Material to process:
■ ■ ■ ■ ■ ■ ■

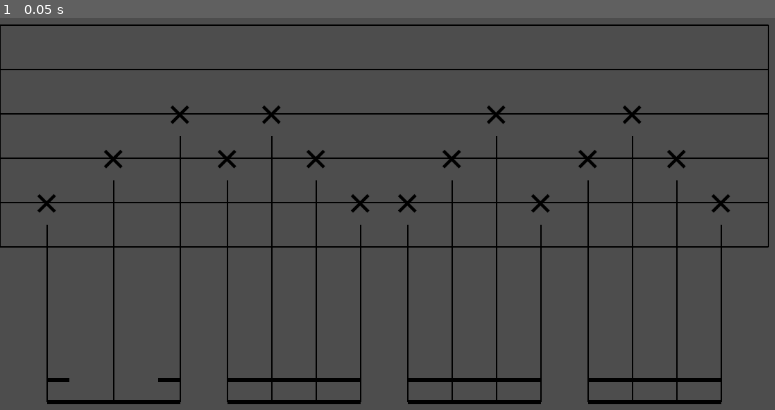
Above: before the commit, frame 1.
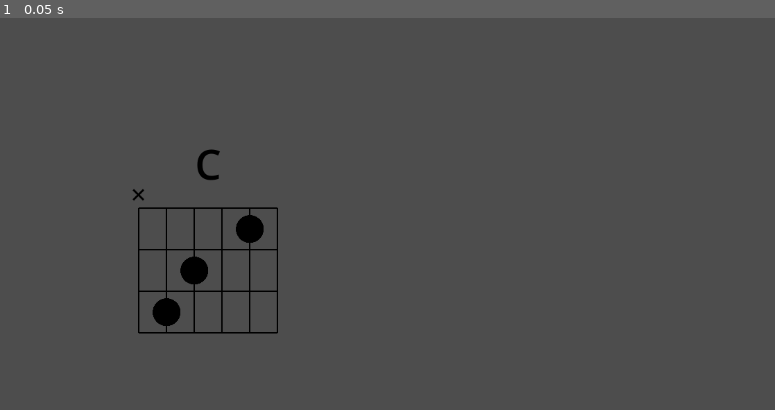
Above: after the commit, the same moment.

Repository: zlh124/tab-editor
Game: Godot game, scene res://scenes/test_scene.tscn
Two runs of this game, one before a commit and one after it. Both use one fixed random seed, a clock stepped at 60 frames per second and the inputs below. This scene is started directly instead of the project's main scene.
Inputs:
- Up to frame 1 (0.05 s): no input

The runs differ from the first frame. In frame 1, 7.7% of the frame differs, in the area x 0-100%, y 1-99%.

Commit message:
add draw chord

Diff:
--- /dev/null
+++ b/resources/chords.json
@@ -0,0 +1,14 @@
+[
+    {
+        "id": 1,
+        "name": "C",
+        "outOfChordToneMark": "100000",
+        "editable": false,
+        "startFret": 0,
+        "fingerMarks": [
+            "0#4",
+            "1#2",
+            "2#1"
+        ]
+    }
+]
--- a/resources/simple1.json
+++ b/resources/simple1.json
@@ -8,16 +8,16 @@
     "bars": [
         {
             "no": 1,
-            "harmonies": [
+            "chords": [
                 {
                     "id": 1,
                     "name": "C",
-                    "position": "1 1"
+                    "position": "1#1"
                 },
                 {
                     "id": 2,
                     "name": "Em7/B",
-                    "position": "3 1"
+                    "position": "3#1"
                 }
             ],
             "beats": [
@@ -209,16 +209,16 @@
         },
         {
             "no": 2,
-            "harmonies": [
+            "chords": [
                 {
                     "id": 3,
                     "name": "Am",
-                    "position": "1 1"
+                    "position": "1#1"
                 },
                 {
                     "id": 4,
                     "name": "F",
-                    "position": "3 1"
+                    "position": "3#1"
                 }
             ],
             "beats": [
@@ -422,16 +422,16 @@
         },
         {
             "no": 3,
-            "harmonies": [
+            "chords": [
                 {
                     "id": 1,
                     "name": "c",
-                    "position": "1 1"
+                    "position": "1#1"
                 },
                 {
                     "id": 2,
                     "name": "em7/b",
-                    "position": "3 1"
+                    "position": "3#1"
                 }
             ],
             "beats": [
@@ -635,21 +635,21 @@
         },
         {
             "no": 4,
-            "harmonies": [
+            "chords": [
                 {
                     "id": 5,
                     "name": "G",
-                    "position": "1 1"
+                    "position": "1#1"
                 },
                 {
                     "id": 4,
                     "name": "F",
-                    "position": "2 1"
+                    "position": "2#1"
                 },
                 {
                     "id": 1,
                     "name": "C",
-                    "position": "3 1"
+                    "position": "3#1"
                 }
             ],
             "beats": [
@@ -853,16 +853,16 @@
         },
         {
             "no": 5,
-            "harmonies": [
+            "chords": [
                 {
                     "id": 1,
                     "name": "C",
-                    "position": "1 1"
+                    "position": "1#1"
                 },
                 {
                     "id": 2,
                     "name": "Em7/B",
-                    "position": "3 1"
+                    "position": "3#1"
                 }
             ],
             "beats": [
--- a/scenes/bar.tscn
+++ b/scenes/bar.tscn
@@ -1,25 +1,20 @@
-[gd_scene load_steps=3 format=3 uid="uid://chi0lu1ui6x2a"]
+[gd_scene load_steps=4 format=3 uid="uid://chi0lu1ui6x2a"]
 
 [ext_resource type="Script" uid="uid://dfqcylc7ioinj" path="res://scripts/bar.gd" id="1_5dekh"]
 [ext_resource type="PackedScene" uid="uid://cpkww11x8io8o" path="res://scenes/default_line.tscn" id="2_bwlfd"]
+[ext_resource type="PackedScene" uid="uid://d056eh40vp318" path="res://scenes/chord.tscn" id="2_x848m"]
 
-[node name="Bar" type="Node2D"]
+[node name="Bar" type="VBoxContainer"]
 script = ExtResource("1_5dekh")
 
-[node name="HBoxContainer" type="HBoxContainer" parent="."]
-offset_right = 40.0
-offset_bottom = 40.0
-
-[node name="SpaceRight" type="Control" parent="HBoxContainer"]
-custom_minimum_size = Vector2(32, 0)
+[node name="HarmonyContiner" type="HBoxContainer" parent="."]
 layout_mode = 2
 
-[node name="BeatContainer" type="HBoxContainer" parent="HBoxContainer"]
-custom_minimum_size = Vector2(64, 320)
+[node name="Harmony" parent="HarmonyContiner" instance=ExtResource("2_x848m")]
 layout_mode = 2
 
-[node name="SpaceLeft" type="Control" parent="HBoxContainer"]
-custom_minimum_size = Vector2(32, 0)
+[node name="BeatContainer" type="HBoxContainer" parent="."]
+custom_minimum_size = Vector2(64, 320)
 layout_mode = 2
 
 [node name="Frame" type="Node2D" parent="."]
--- /dev/null
+++ b/scenes/chord.gd
@@ -0,0 +1,2 @@
+class_name Chord
+extends Control
--- /dev/null
+++ b/scenes/chord.tscn
@@ -0,0 +1,225 @@
+[gd_scene load_steps=7 format=3 uid="uid://d056eh40vp318"]
+
+[ext_resource type="PackedScene" uid="uid://c4cae5aekfm2m" path="res://scenes/slienc_mark.tscn" id="1_2f53a"]
+[ext_resource type="Script" uid="uid://b2h1vglyag2l6" path="res://scenes/chord.gd" id="1_rjigm"]
+[ext_resource type="PackedScene" uid="uid://cpkww11x8io8o" path="res://scenes/default_line.tscn" id="2_rjigm"]
+[ext_resource type="PackedScene" uid="uid://cu2knmk73fjfk" path="res://scenes/finger_mark.tscn" id="3_xy3fl"]
+
+[sub_resource type="LabelSettings" id="LabelSettings_u0gbo"]
+line_spacing = 0.0
+font_size = 60
+font_color = Color(0, 0, 0, 1)
+
+[sub_resource type="LabelSettings" id="LabelSettings_2f53a"]
+line_spacing = 0.0
+font_size = 24
+font_color = Color(0, 0, 0, 1)
+
+[node name="Chord" type="Control"]
+custom_minimum_size = Vector2(200, 280)
+layout_mode = 3
+anchors_preset = 0
+offset_right = 120.0
+offset_bottom = 180.0
+size_flags_vertical = 0
+script = ExtResource("1_rjigm")
+
+[node name="Name" type="Label" parent="."]
+custom_minimum_size = Vector2(200, 64)
+layout_mode = 0
+offset_top = -10.0
+offset_right = 200.0
+offset_bottom = 73.0
+text = "C"
+label_settings = SubResource("LabelSettings_u0gbo")
+horizontal_alignment = 1
+vertical_alignment = 1
+
+[node name="StartFret" type="Label" parent="."]
+custom_minimum_size = Vector2(40, 40)
+layout_mode = 0
+offset_left = -40.0
+offset_top = 104.0
+offset_bottom = 144.0
+text = "12"
+label_settings = SubResource("LabelSettings_2f53a")
+horizontal_alignment = 1
+vertical_alignment = 1
+max_lines_visible = 1
+visible_characters = 2
+
+[node name="OutOfChordTonesMarks" type="Node2D" parent="."]
+position = Vector2(-20, 56)
+scale = Vector2(2, 2)
+
+[node name="OutOfChordTonesMark#0" parent="OutOfChordTonesMarks" instance=ExtResource("1_2f53a")]
+
+[node name="OutOfChordTonesMark#1" parent="OutOfChordTonesMarks" instance=ExtResource("1_2f53a")]
+offset_left = 20.0
+offset_right = 84.0
+offset_bottom = 64.0
+
+[node name="OutOfChordTonesMark#2" parent="OutOfChordTonesMarks" instance=ExtResource("1_2f53a")]
+offset_left = 40.0
+offset_right = 104.0
+offset_bottom = 64.0
+
+[node name="OutOfChordTonesMark#3" parent="OutOfChordTonesMarks" instance=ExtResource("1_2f53a")]
+offset_left = 60.0
+offset_right = 124.0
+offset_bottom = 64.0
+
+[node name="OutOfChordTonesMark#4" parent="OutOfChordTonesMarks" instance=ExtResource("1_2f53a")]
+offset_left = 80.0
+offset_right = 144.0
+offset_bottom = 64.0
+
+[node name="OutOfChordTonesMark#5" parent="OutOfChordTonesMarks" instance=ExtResource("1_2f53a")]
+offset_left = 100.0
+offset_right = 164.0
+offset_bottom = 64.0
+
+[node name="Lines" type="Node2D" parent="."]
+position = Vector2(0, 96)
+scale = Vector2(2, 2)
+
+[node name="DefaultLine" parent="Lines" instance=ExtResource("2_rjigm")]
+points = PackedVector2Array(0, 0, 0, 90)
+width = 1.0
+
+[node name="DefaultLine2" parent="Lines" instance=ExtResource("2_rjigm")]
+points = PackedVector2Array(0, 0, 100, 0)
+width = 1.0
+
+[node name="DefaultLine3" parent="Lines" instance=ExtResource("2_rjigm")]
+position = Vector2(100, 0)
+points = PackedVector2Array(0, 0, 0, 90)
+width = 1.0
+
+[node name="DefaultLine4" parent="Lines" instance=ExtResource("2_rjigm")]
+position = Vector2(0, 30)
+points = PackedVector2Array(0, 0, 100, 0)
+width = 1.0
+
+[node name="DefaultLine5" parent="Lines" instance=ExtResource("2_rjigm")]
+position = Vector2(0, 60)
+points = PackedVector2Array(0, 0, 100, 0)
+width = 1.0
+
+[node name="DefaultLine6" parent="Lines" instance=ExtResource("2_rjigm")]
+position = Vector2(0, 90)
+points = PackedVector2Array(0, 0, 100, 0)
+width = 1.0
+
+[node name="DefaultLine7" parent="Lines" instance=ExtResource("2_rjigm")]
+position = Vector2(20, 0)
+points = PackedVector2Array(0, 0, 0, 90)
+width = 1.0
+
+[node name="DefaultLine8" parent="Lines" instance=ExtResource("2_rjigm")]
+position = Vector2(40, 0)
+points = PackedVector2Array(0, 0, 0, 90)
+width = 1.0
+
+[node name="DefaultLine9" parent="Lines" instance=ExtResource("2_rjigm")]
+position = Vector2(60, 0)
+points = PackedVector2Array(0, 0, 0, 90)
+width = 1.0
+
+[node name="DefaultLine10" parent="Lines" instance=ExtResource("2_rjigm")]
+position = Vector2(80, 0)
+points = PackedVector2Array(0, 0, 0, 90)
+width = 1.0
+
+[node name="FingerMarks" type="Node2D" parent="."]
+position = Vector2(-20, 106)
+
+[node name="FingerMark#0#0" parent="FingerMarks" instance=ExtResource("3_xy3fl")]
+
+[node name="FingerMark#0#1" parent="FingerMarks" instance=ExtResource("3_xy3fl")]
+offset_left = 40.0
+offset_right = 168.0
+
+[node name="FingerMark#0#2" parent="FingerMarks" instance=ExtResource("3_xy3fl")]
+offset_left = 80.0
+offset_right = 208.0
+
+[node name="FingerMark#0#3" parent="FingerMarks" instance=ExtResource("3_xy3fl")]
+offset_left = 120.0
+offset_right = 248.0
+
+[node name="FingerMark#0#4" parent="FingerMarks" instance=ExtResource("3_xy3fl")]
+offset_left = 160.0
+offset_right = 288.0
+
+[node name="FingerMark#0#5" parent="FingerMarks" instance=ExtResource("3_xy3fl")]
+offset_left = 200.0
+offset_right = 328.0
+
+[node name="FingerMark#1#0" parent="FingerMarks" instance=ExtResource("3_xy3fl")]
+offset_top = 60.0
+offset_bottom = 188.0
+
+[node name="FingerMark#1#1" parent="FingerMarks" instance=ExtResource("3_xy3fl")]
+offset_left = 40.0
+offset_top = 60.0
+offset_right = 168.0
+offset_bottom = 188.0
+
+[node name="FingerMark#1#2" parent="FingerMarks" instance=ExtResource("3_xy3fl")]
+offset_left = 80.0
+offset_top = 60.0
+offset_right = 208.0
+offset_bottom = 188.0
+
+[node name="FingerMark#1#3" parent="FingerMarks" instance=ExtResource("3_xy3fl")]
+offset_left = 120.0
+offset_top = 60.0
+offset_right = 248.0
+offset_bottom = 188.0
+
+[node name="FingerMark#1#4" parent="FingerMarks" instance=ExtResource("3_xy3fl")]
+offset_left = 160.0
+offset_top = 60.0
+offset_right = 288.0
+offset_bottom = 188.0
+
+[node name="FingerMark#1#5" parent="FingerMarks" instance=ExtResource("3_xy3fl")]
+offset_left = 200.0
+offset_top = 60.0
+offset_right = 328.0
+offset_bottom = 188.0
+
+[node name="FingerMark#2#0" parent="FingerMarks" instance=ExtResource("3_xy3fl")]
+offset_top = 120.0
+offset_bottom = 248.0
+
+[node name="FingerMark#2#1" parent="FingerMarks" instance=ExtResource("3_xy3fl")]
+offset_left = 40.0
+offset_top = 120.0
+offset_right = 168.0
+offset_bottom = 248.0
+
+[node name="FingerMark#2#2" parent="FingerMarks" instance=ExtResource("3_xy3fl")]
+offset_left = 80.0
+offset_top = 120.0
+offset_right = 208.0
+offset_bottom = 248.0
+
+[node name="FingerMark#2#4" parent="FingerMarks" instance=ExtResource("3_xy3fl")]
+offset_left = 120.0
+offset_top = 120.0
+offset_right = 248.0
+offset_bottom = 248.0
+
+[node name="FingerMark#2#3" parent="FingerMarks" instance=ExtResource("3_xy3fl")]
+offset_left = 160.0
+offset_top = 120.0
+offset_right = 288.0
+offset_bottom = 248.0
+
+[node name="FingerMark#2#5" parent="FingerMarks" instance=ExtResource("3_xy3fl")]
+offset_left = 200.0
+offset_top = 120.0
+offset_right = 328.0
+offset_bottom = 248.0
--- a/scenes/finger_mark.tscn
+++ b/scenes/finger_mark.tscn
@@ -1,17 +1,11 @@
 [gd_scene load_steps=2 format=3 uid="uid://cu2knmk73fjfk"]
 
-[sub_resource type="LabelSettings" id="LabelSettings_n54ey"]
-line_spacing = 0.0
-font_size = 44
-font_color = Color(0, 0, 0, 1)
+[ext_resource type="Texture2D" uid="uid://xxky6abxlgnh" path="res://resources/img.png" id="1_hvjhw"]
 
-[node name="FingerMark" type="Label"]
+[node name="FingerMark" type="TextureRect"]
+self_modulate = Color(0, 0, 0, 0)
 custom_minimum_size = Vector2(64, 64)
-offset_right = 64.0
-offset_bottom = 64.0
-scale = Vector2(0.25, 0.25)
-label_settings = SubResource("LabelSettings_n54ey")
-horizontal_alignment = 1
-vertical_alignment = 1
-max_lines_visible = 1
-visible_characters = 1
+offset_right = 128.0
+offset_bottom = 128.0
+scale = Vector2(0.313, 0.313)
+texture = ExtResource("1_hvjhw")
--- a/scenes/harmony.tscn
+++ /dev/null
@@ -1,209 +0,0 @@
-[gd_scene load_steps=5 format=3 uid="uid://d056eh40vp318"]
-
-[ext_resource type="PackedScene" uid="uid://c4cae5aekfm2m" path="res://scenes/slienc_mark.tscn" id="1_2rkfr"]
-[ext_resource type="PackedScene" uid="uid://cpkww11x8io8o" path="res://scenes/default_line.tscn" id="1_qv620"]
-[ext_resource type="PackedScene" uid="uid://cu2knmk73fjfk" path="res://scenes/finger_mark.tscn" id="3_soou6"]
-
-[sub_resource type="LabelSettings" id="LabelSettings_u0gbo"]
-line_spacing = 0.0
-font_size = 22
-font_color = Color(0, 0, 0, 1)
-
-[node name="Harmony" type="Control"]
-custom_minimum_size = Vector2(80, 0)
-layout_mode = 3
-anchors_preset = 0
-offset_right = 80.0
-offset_bottom = 112.0
-size_flags_vertical = 0
-
-[node name="Name" type="Label" parent="."]
-custom_minimum_size = Vector2(0, 32)
-layout_mode = 0
-offset_right = 80.0
-offset_bottom = 32.0
-text = "C"
-label_settings = SubResource("LabelSettings_u0gbo")
-horizontal_alignment = 1
-vertical_alignment = 1
-
-[node name="SliencMarks" type="Node2D" parent="."]
-position = Vector2(-8, 24)
-
-[node name="SliencMark" parent="SliencMarks" instance=ExtResource("1_2rkfr")]
-text = "✕"
-
-[node name="SliencMark2" parent="SliencMarks" instance=ExtResource("1_2rkfr")]
-visible = false
-offset_left = 16.0
-offset_right = 80.0
-offset_bottom = 64.0
-
-[node name="SliencMark3" parent="SliencMarks" instance=ExtResource("1_2rkfr")]
-visible = false
-offset_left = 32.0
-offset_right = 96.0
-offset_bottom = 64.0
-
-[node name="SliencMark4" parent="SliencMarks" instance=ExtResource("1_2rkfr")]
-offset_left = 48.0
-offset_right = 112.0
-offset_bottom = 64.0
-
-[node name="SliencMark5" parent="SliencMarks" instance=ExtResource("1_2rkfr")]
-visible = false
-offset_left = 64.0
-offset_right = 128.0
-offset_bottom = 64.0
-
-[node name="SliencMark6" parent="SliencMarks" instance=ExtResource("1_2rkfr")]
-offset_left = 80.0
-offset_right = 144.0
-offset_bottom = 64.0
-
-[node name="Lines" type="Node2D" parent="."]
-position = Vector2(0, 40)
-
-[node name="DefaultLine" parent="Lines" instance=ExtResource("1_qv620")]
-points = PackedVector2Array(0, 0, 0, 72)
-width = 1.0
-
-[node name="DefaultLine2" parent="Lines" instance=ExtResource("1_qv620")]
-points = PackedVector2Array(0, 0, 80, 0)
-width = 1.0
-
-[node name="DefaultLine3" parent="Lines" instance=ExtResource("1_qv620")]
-position = Vector2(80, 0)
-points = PackedVector2Array(0, 0, 0, 72)
-width = 1.0
-
-[node name="DefaultLine4" parent="Lines" instance=ExtResource("1_qv620")]
-position = Vector2(0, 24)
-points = PackedVector2Array(0, 0, 80, 0)
-width = 1.0
-
-[node name="DefaultLine5" parent="Lines" instance=ExtResource("1_qv620")]
-position = Vector2(0, 48)
-points = PackedVector2Array(0, 0, 80, 0)
-width = 1.0
-
-[node name="DefaultLine6" parent="Lines" instance=ExtResource("1_qv620")]
-position = Vector2(0, 72)
-points = PackedVector2Array(0, 0, 80, 0)
-width = 1.0
-
-[node name="DefaultLine7" parent="Lines" instance=ExtResource("1_qv620")]
-position = Vector2(16, 0)
-points = PackedVector2Array(0, 0, 0, 72)
-width = 1.0
-
-[node name="DefaultLine8" parent="Lines" instance=ExtResource("1_qv620")]
-position = Vector2(32, 0)
-points = PackedVector2Array(0, 0, 0, 72)
-width = 1.0
-
-[node name="DefaultLine9" parent="Lines" instance=ExtResource("1_qv620")]
-position = Vector2(48, 0)
-points = PackedVector2Array(0, 0, 0, 72)
-width = 1.0
-
-[node name="DefaultLine10" parent="Lines" instance=ExtResource("1_qv620")]
-position = Vector2(64, 0)
-points = PackedVector2Array(0, 0, 0, 72)
-width = 1.0
-
-[node name="FingerMarks" type="Node2D" parent="."]
-position = Vector2(-8, 44)
-
-[node name="FingerMark" parent="FingerMarks" instance=ExtResource("3_soou6")]
-
-[node name="FingerMark2" parent="FingerMarks" instance=ExtResource("3_soou6")]
-offset_left = 16.0
-offset_right = 80.0
-
-[node name="FingerMark3" parent="FingerMarks" instance=ExtResource("3_soou6")]
-offset_left = 32.0
-offset_right = 96.0
-
-[node name="FingerMark4" parent="FingerMarks" instance=ExtResource("3_soou6")]
-offset_left = 48.0
-offset_right = 112.0
-
-[node name="FingerMark5" parent="FingerMarks" instance=ExtResource("3_soou6")]
-offset_left = 64.0
-offset_right = 128.0
-text = "1"
-
-[node name="FingerMark6" parent="FingerMarks" instance=ExtResource("3_soou6")]
-offset_left = 80.0
-offset_right = 144.0
-
-[node name="FingerMark7" parent="FingerMarks" instance=ExtResource("3_soou6")]
-offset_top = 24.0
-offset_bottom = 88.0
-
-[node name="FingerMark8" parent="FingerMarks" instance=ExtResource("3_soou6")]
-offset_left = 16.0
-offset_top = 24.0
-offset_right = 80.0
-offset_bottom = 88.0
-
-[node name="FingerMark9" parent="FingerMarks" instance=ExtResource("3_soou6")]
-offset_left = 32.0
-offset_top = 24.0
-offset_right = 96.0
-offset_bottom = 88.0
-text = "2"
-
-[node name="FingerMark10" parent="FingerMarks" instance=ExtResource("3_soou6")]
-offset_left = 48.0
-offset_top = 24.0
-offset_right = 112.0
-offset_bottom = 88.0
-
-[node name="FingerMark11" parent="FingerMarks" instance=ExtResource("3_soou6")]
-offset_left = 64.0
-offset_top = 24.0
-offset_right = 128.0
-offset_bottom = 88.0
-
-[node name="FingerMark12" parent="FingerMarks" instance=ExtResource("3_soou6")]
-offset_left = 80.0
-offset_top = 24.0
-offset_right = 144.0
-offset_bottom = 88.0
-
-[node name="FingerMark13" parent="FingerMarks" instance=ExtResource("3_soou6")]
-offset_top = 48.0
-offset_bottom = 112.0
-
-[node name="FingerMark14" parent="FingerMarks" instance=ExtResource("3_soou6")]
-offset_left = 16.0
-offset_top = 48.0
-offset_right = 80.0
-offset_bottom = 112.0
-text = "3"
-
-[node name="FingerMark15" parent="FingerMarks" instance=ExtResource("3_soou6")]
-offset_left = 32.0
-offset_top = 48.0
-offset_right = 96.0
-offset_bottom = 112.0
-
-[node name="FingerMark16" parent="FingerMarks" instance=ExtResource("3_soou6")]
-offset_left = 48.0
-offset_top = 48.0
-offset_right = 112.0
-offset_bottom = 112.0
-
-[node name="FingerMark17" parent="FingerMarks" instance=ExtResource("3_soou6")]
-offset_left = 64.0
-offset_top = 48.0
-offset_right = 128.0
-offset_bottom = 112.0
-
-[node name="FingerMark18" parent="FingerMarks" instance=ExtResource("3_soou6")]
-offset_left = 80.0
-offset_top = 48.0
-offset_right = 144.0
-offset_bottom = 112.0
--- a/scenes/slienc_mark.tscn
+++ b/scenes/slienc_mark.tscn
@@ -9,8 +9,7 @@
 custom_minimum_size = Vector2(64, 64)
 offset_right = 40.0
 offset_bottom = 23.0
-scale = Vector2(0.25, 0.25)
-text = "◯"
+scale = Vector2(0.313, 0.313)
 label_settings = SubResource("LabelSettings_kdx3u")
 horizontal_alignment = 1
 vertical_alignment = 1
--- a/scripts/bar.gd
+++ b/scripts/bar.gd
@@ -1,5 +1,5 @@
 class_name Bar
-extends Node2D
+extends VBoxContainer
 
 
 # 小节号
@@ -9,14 +9,21 @@
 # 拍
 var beats: Array[Beat]
 
+var note_count: int = 0
+
 @onready var left_border: Line2D = $Frame/LeftBorder
 @onready var right_border: Line2D = $Frame/RightBorder
+@onready var frame: Node2D = $Frame
 
-@onready var container: HBoxContainer = $HBoxContainer
+@onready var beat_container: HBoxContainer = $BeatContainer
+
 
 func _process(_delta: float):
-    right_border.points[0].x = container.size.x
-    right_border.points[1].x = container.size.x
+    # 自适应框线
+    frame.position = beat_container.position
+
+    right_border.points[0].x = beat_container.size.x
+    right_border.points[1].x = beat_container.size.x
     for i in range(6):
         var line = get_node("Frame/Line%d" % (i + 1))
-        line.points[1].x = container.size.x
+        line.points[1].x = beat_container.size.x
--- a/scripts/deserialize_factory.gd
+++ b/scripts/deserialize_factory.gd
@@ -4,6 +4,7 @@
 const note_res := preload("res://scenes/note.tscn")
 const beat_res := preload("res://scenes/beat.tscn")
 const bar_res := preload("res://scenes/bar.tscn")
+const chord_res := preload("res://scenes/chord.tscn")
 
 static func deserialize_note(data: Dictionary) -> Note:
     var note: Note = note_res.instantiate()
@@ -29,6 +30,7 @@
 static func deserialize_beat(data: Dictionary) -> Beat:
     var beat: Beat = beat_res.instantiate()
     beat.beat_no = data["no"]
+    beat.name = "Beat#%d" % beat.beat_no
     var note_length = len(data['notes'])
     var has_less_time_value_note_right = func(time_value: int, curr_index: int, notes: Array):
         for i in range(curr_index + 1, len(notes)):
@@ -68,10 +70,42 @@
     var bar: Bar = bar_res.instantiate()
     bar.bar_no = data['no']
     bar.name = "Bar%d" % bar.bar_no
-    # TODO: 和弦处理
-    var beat_container: HBoxContainer = bar.get_node("HBoxContainer/BeatContainer")
+    var beat_container: HBoxContainer = bar.get_node("BeatContainer")
+    # 添加小节
     for beat_data in data["beats"]:
         var beat: Beat = deserialize_beat(beat_data)
         beat_container.add_child(beat)
 
     return bar
+
+static func deserialize_chord(data: Dictionary) -> Chord:
+    var chord: Chord = chord_res.instantiate()
+    chord.name = data['name'] + "At%s" % data['position']
+
+    var chords_file = FileAccess.open("res://resources/chords.json", FileAccess.READ)
+    var chords_data: Array = JSON.parse_string(chords_file.get_as_text())
+    chords_file.close()
+
+    var target_chord_data = null
+
+    for chord_data in chords_data:
+        if chord_data['id'] == data['id']:
+            target_chord_data = chord_data
+            break
+
+    if target_chord_data == null:
+        # 和弦定义被删除了
+        return null
+
+    # 绘制和弦
+    chord.get_node("Name").text = target_chord_data['name']
+    var start_fret = target_chord_data['startFret']
+    chord.get_node("StartFret").text = "" if start_fret == 0 else String(start_fret)
+    for i in range(len(target_chord_data['outOfChordToneMark'])):
+        if target_chord_data['outOfChordToneMark'][i] == '1':
+            chord.get_node("OutOfChordTonesMarks/OutOfChordTonesMark#%d" % i).text = '✕'
+    for finger_marks_pos in target_chord_data['fingerMarks']:
+        var finger_mark: TextureRect = chord.get_node("FingerMarks/FingerMark#%s" % finger_marks_pos)
+        finger_mark.self_modulate = Color.BLACK
+
+    return chord
--- a/test_scene.gd
+++ b/test_scene.gd
@@ -1,10 +1,15 @@
 extends Node2D
 
 func _ready():
-    var json_file := FileAccess.open("resources/simple1.json", FileAccess.READ)
-    # print_debug(json_file.get_as_text())
-    var data: Dictionary = JSON.parse_string(json_file.get_as_text())
-    print_debug(data)
-    var bars_data = data['bars'][0]
-    var beat = DeserializeFactory.deserialize_bar(bars_data)
-    add_child(beat)
+    # var json_file := FileAccess.open("resources/simple1.json", FileAccess.READ)
+    # # print_debug(json_file.get_as_text())
+    # var data: Dictionary = JSON.parse_string(json_file.get_as_text())
+    # print_debug(data)
+    # var bars_data = data['bars'][0]
+    # var beat = DeserializeFactory.deserialize_bar(bars_data)
+    # add_child(beat)
+    # json_file.close()
+    var chord_c := DeserializeFactory.deserialize_chord({"id": 1, "name": "C", "position": "1#1"})
+
+    add_child(chord_c)
+    chord_c.position = Vector2(200, 200)
Binary file added: resources/img.png
Not shown, added: resources/img.png.import
Not shown, added: scenes/chord.gd.uid

■ ■ ■ ■ ■ ■ ■

Exercise description:
Could you report every line of the material that contains the string "notes"?

Response below:
     var note_length = len(data['notes'])
     var has_less_time_value_note_right = func(time_value: int, curr_index: int, notes: Array):
         for i in range(curr_index + 1, len(notes)):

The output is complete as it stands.